她回憶了一下,發現細節已經記不起來了,只好說:“見沒見過幾個人之類的。”
“咱家可是在四樓,他怎么爬上來?”鄭滿頭也不回地反駁。
“都說了是噩夢嘛,你別打斷我!”許念很是不滿。
“好好好。”鄭滿也不說話了,安心做飯。
諸如此類的疑點還有很多:例如她做噩夢前根本沒見過那個流浪漢,怎么可能在夢里夢到對方?
再比如一樓劉雨珊有兩個影子,只是想想就覺得恐怖。
還比如那個喬木,哪有不回自己住處,直接推開別人家門就住的?
許念不停地說著,鄭滿就沉默地聽著。
他的女朋友至今都沒意識到最大的問題:她已經“好幾天”沒去上班了,而且這里除了他們幾人誰都沒有。
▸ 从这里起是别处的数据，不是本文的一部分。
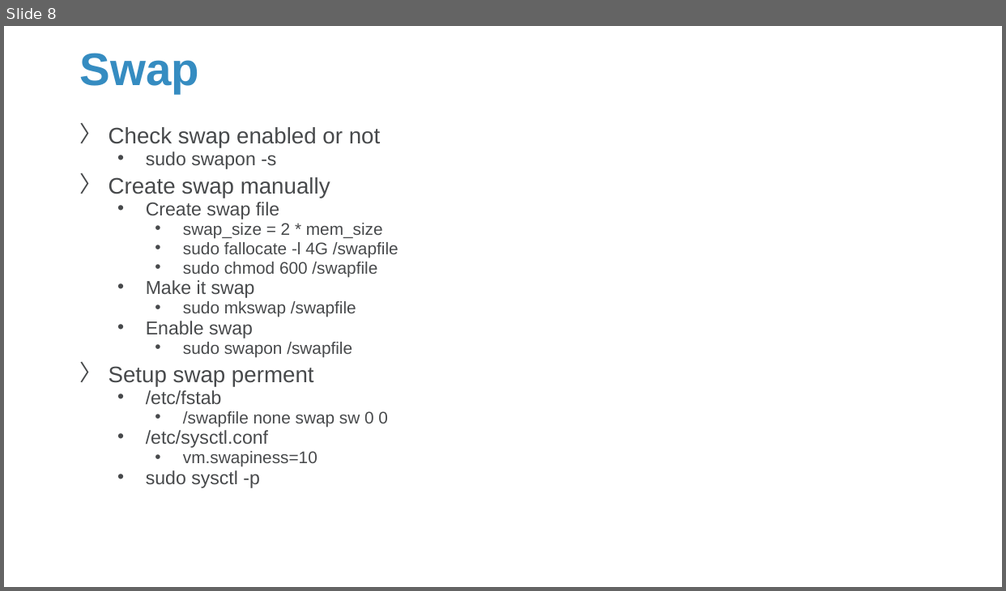
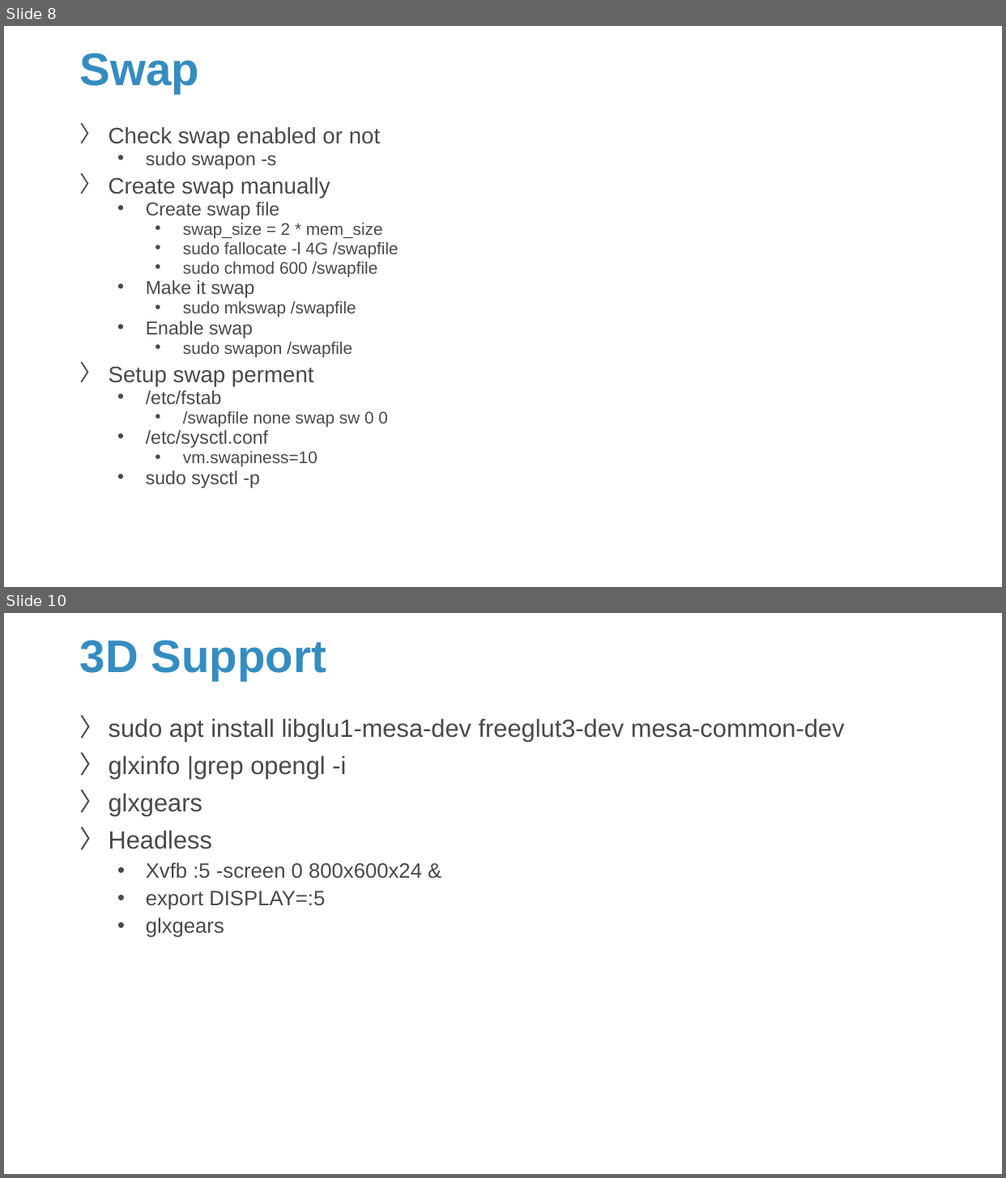
Before and after one commit to Sparks-Lu/TechNotes, a slide deck: Linux/Linux_Notes.pptx. Shown one above the other, each under a label of ours: slide 8 before the commit, slides 8 and 10 after it; the slides between them are not shown. The pictures are 1006x591 and 1006x1178 pixels, drawn with LibreOffice and Linux fonts; fonts in the diff are those of the drawing; background and template pictures are left out. Boxes give left, top, right and bottom in pixels: in the first picture for what was removed or moved away, otherwise in the second. Text is boxed around its words. In the diff, an @@ line names an element or a change of style, - is before the commit and + after.

```diff
--- a/Linux/Linux_Notes.pptx
+++ b/Linux/Linux_Notes.pptx
@@ slide 10 added at [4,613,1002,1174], background picture (left out) @@
@@ title added at [80,640,326,681], 44 pt, text #358CC1, bold @@
+3D Support
@@ text added at [108,718,845,938], 24 pt, text #47494B @@
+〉 sudo apt install libglu1-mesa-dev freeglut3-dev mesa-common-dev
+〉 glxinfo |grep opengl -i
+〉 glxgears
+〉 Headless
+  • Xvfb :5 -screen 0 800x600x24 &
+  • export DISPLAY=:5
+  • glxgears
```
Also in this commit, not shown: 2 other slides added, 13 other files.

這就意味著,對方雖然看上去在主動發掘真相,實則依然無法面對現實,潛意識依然在逃避。
逃避他已經死亡的真相。
“對了!”就在他心中五味雜陳的時候,許念突然一屁股坐上他旁邊的臺子,狐疑地盯著他,“前幾天晚上,就是下小雨那晚,你和小梅姐都對那個喬木說謝謝,為什么?”
“還有,你剛才一直拖著我走,是不是在幫他們掩飾什么?老實交代!”
“掩飾什么啊,你不跟我說,我怎么知道剛才樓下發生了那么多事,”鄭滿一臉無奈,“我說謝謝,是因為那晚我那趟車有些意外,喬木很熱心地幫了我。小梅姐也是為了這件事,不然她們到家都得幾點了?”
許念死死盯著自己的男朋友,追問道:“真的?”
“不然呢?我們能隱瞞什么?”
見找不出什么破綻,她有些沮喪,但又不肯輕易放棄:“他們肯定有問題,我必須得查出來才行。”
“不是,人家的問題和你有什么關系啊?”
“怎么沒關系?咱們接下來就要住在這里啊!你說關系大不大?!”許念抗聲,“你就說吧,你幫不幫我?”
“幫,當然要幫,誰叫你是我的親親女朋友呢,”鄭滿寵溺地刮了下她的鼻頭,“只要你準備好了,我就幫你。”
許念開心地點了點頭:“那就這么說定了。我要請他們吃飯,飯桌上喝點酒再聊天,肯定能露出不少破綻。”